Dave walks in with balloons, and hefty collection of shopping bags.  I sigh knowing that some large discount booty is surely going to be gifted to me.  He mentions that he wants to have a party, but doesn’t yet tell us why.  He is pacing around my living room, I can see that my mom is exhausted, scared and the sorrow on her face lets me know he’s been difficult for days.  Dave is rambling, and his voice is raised.  I suggest that he go use the hot tub to unwind a little, and he excitedly accepts.  Once he is in the hot tub, and staring at the view he proclaims he is in heaven.  When he is really up, he might really think he is; allegedly he was speaking of the end of the world coming a couple days ago to my sister.
My sister, aka “hostage negotiator” arrives.  She first embraces my mom, and whispers in her ear that things are going to be okay.  Mom breaks down and cries for a bit while I am watching over the potential hostage; it seems inevitable that we may need to take him to the hospital if he is not sleeping and his agitation level increases.  He rarely wants to go.  The four of us sit-down, and listen to Dave discuss why he is so angry, his voice becoming louder and louder.   I calmly ask, “Why are you raising your voice so much?”  He yells like a tantruming child, “CAUSE I’M ANGRY!”, and he starts for the door.  Dave is so fight or flight.

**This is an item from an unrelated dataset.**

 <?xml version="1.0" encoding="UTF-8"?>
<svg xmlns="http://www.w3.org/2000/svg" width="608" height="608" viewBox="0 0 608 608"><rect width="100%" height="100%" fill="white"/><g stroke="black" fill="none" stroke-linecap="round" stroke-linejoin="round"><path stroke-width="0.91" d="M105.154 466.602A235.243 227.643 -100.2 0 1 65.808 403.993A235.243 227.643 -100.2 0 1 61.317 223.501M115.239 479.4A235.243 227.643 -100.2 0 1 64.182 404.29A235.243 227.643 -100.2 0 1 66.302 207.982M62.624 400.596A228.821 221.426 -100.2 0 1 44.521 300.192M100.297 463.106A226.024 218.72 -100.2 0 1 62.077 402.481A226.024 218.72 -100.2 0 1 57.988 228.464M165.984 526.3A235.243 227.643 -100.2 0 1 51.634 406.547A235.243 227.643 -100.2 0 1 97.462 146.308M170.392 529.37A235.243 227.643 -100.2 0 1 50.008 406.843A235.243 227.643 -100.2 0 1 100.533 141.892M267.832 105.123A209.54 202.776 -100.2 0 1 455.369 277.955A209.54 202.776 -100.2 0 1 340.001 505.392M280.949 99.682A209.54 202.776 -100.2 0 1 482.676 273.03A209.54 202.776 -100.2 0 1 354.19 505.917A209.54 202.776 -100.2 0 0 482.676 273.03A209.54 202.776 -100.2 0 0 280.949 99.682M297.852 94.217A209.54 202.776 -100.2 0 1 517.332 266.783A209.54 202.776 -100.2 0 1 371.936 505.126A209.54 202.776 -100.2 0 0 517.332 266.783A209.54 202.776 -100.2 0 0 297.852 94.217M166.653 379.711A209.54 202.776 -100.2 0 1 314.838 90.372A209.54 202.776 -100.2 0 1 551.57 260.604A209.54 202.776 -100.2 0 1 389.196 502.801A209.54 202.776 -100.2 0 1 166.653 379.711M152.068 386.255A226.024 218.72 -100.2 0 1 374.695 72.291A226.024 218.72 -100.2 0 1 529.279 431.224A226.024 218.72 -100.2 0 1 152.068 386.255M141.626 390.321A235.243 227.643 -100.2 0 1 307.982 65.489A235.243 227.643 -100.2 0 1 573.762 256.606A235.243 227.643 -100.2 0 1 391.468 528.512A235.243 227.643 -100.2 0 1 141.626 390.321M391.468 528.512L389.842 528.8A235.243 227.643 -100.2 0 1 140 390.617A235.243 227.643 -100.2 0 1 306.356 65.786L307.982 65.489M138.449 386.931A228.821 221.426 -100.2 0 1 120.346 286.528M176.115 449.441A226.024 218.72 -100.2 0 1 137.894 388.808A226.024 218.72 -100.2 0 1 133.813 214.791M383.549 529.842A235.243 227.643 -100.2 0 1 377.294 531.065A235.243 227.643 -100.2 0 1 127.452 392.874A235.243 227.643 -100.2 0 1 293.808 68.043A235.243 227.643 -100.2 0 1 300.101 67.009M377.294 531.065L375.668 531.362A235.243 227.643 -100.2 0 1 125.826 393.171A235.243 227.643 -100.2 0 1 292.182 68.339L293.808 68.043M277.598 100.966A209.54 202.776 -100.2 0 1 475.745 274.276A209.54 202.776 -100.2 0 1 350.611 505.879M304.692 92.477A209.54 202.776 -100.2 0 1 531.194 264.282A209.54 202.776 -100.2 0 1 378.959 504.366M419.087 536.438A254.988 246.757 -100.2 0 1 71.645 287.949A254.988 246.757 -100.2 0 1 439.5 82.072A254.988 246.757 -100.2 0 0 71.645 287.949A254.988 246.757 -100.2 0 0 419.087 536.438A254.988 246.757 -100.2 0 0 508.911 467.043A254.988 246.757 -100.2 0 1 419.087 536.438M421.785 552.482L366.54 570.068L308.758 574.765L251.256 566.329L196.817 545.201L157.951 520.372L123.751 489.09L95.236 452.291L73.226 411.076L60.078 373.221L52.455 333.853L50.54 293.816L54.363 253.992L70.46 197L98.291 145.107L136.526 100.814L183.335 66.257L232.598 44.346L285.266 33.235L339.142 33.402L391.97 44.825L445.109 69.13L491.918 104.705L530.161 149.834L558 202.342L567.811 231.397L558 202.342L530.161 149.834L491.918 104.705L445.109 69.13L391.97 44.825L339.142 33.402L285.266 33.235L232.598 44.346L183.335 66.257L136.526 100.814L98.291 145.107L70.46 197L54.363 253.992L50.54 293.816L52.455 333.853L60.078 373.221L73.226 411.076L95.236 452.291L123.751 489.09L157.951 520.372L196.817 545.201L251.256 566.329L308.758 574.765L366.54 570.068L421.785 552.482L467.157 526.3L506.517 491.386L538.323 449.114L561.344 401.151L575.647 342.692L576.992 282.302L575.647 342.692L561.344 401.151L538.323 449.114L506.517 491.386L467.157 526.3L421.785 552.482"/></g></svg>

After we coax him to stay he repeats some things he's already said then tells us now that he has quit his teaching job, and we are celebrating his retirement.   This job he quit was a part-time job teaching 5th graders, and apparently they agitate him too.  Funny thing is, he may have told his students he quit, but I don't think he really resigned yet.  This next week should be interesting. He goes on about my mother controlling the money too much, and that he wants a separation so he can spend his money.  For those of you that know them, you know how truly irrational this train of thought is….quit your job, spend a bunch of money then be convinced that dissolving your marriage is a good idea.
My sister does a good job of calling him out on the divorce talk, noting my mom has never done anything to deserve this threat.  In a matter of five minutes it seemed something dramatic changed in his mood.  Dave became less aggressive and threatening and was speaking more softly.  I assumed either he was tired, or he realized he wasn’t going to get away with being mean to our mother.  My father hands over the credit cards, and agrees to go home and try to sleep.  Kristin and I walk them out, hoping all will be better in the morning.  Yet, we’ll both be sleepless with our angst knowing this situation is volatile, and a dark down could also be around the corner.


I once came across a box of love letters that my dad wrote to my mother.  He was a great writer, and his letters embodied the amazing romance they felt years ago.  They’ve been married for 45 years now, and I’m sure that she has at times turned to those letters to remember the good times to help her get through the bad ones.  I’m sure this kind of story might even scare people from ever wanting to marry.  Many people are broken, and it takes a lot of strength to help them through it. 
I ask for prayers to help me accept the things I cannot change, and maintain a loving heart.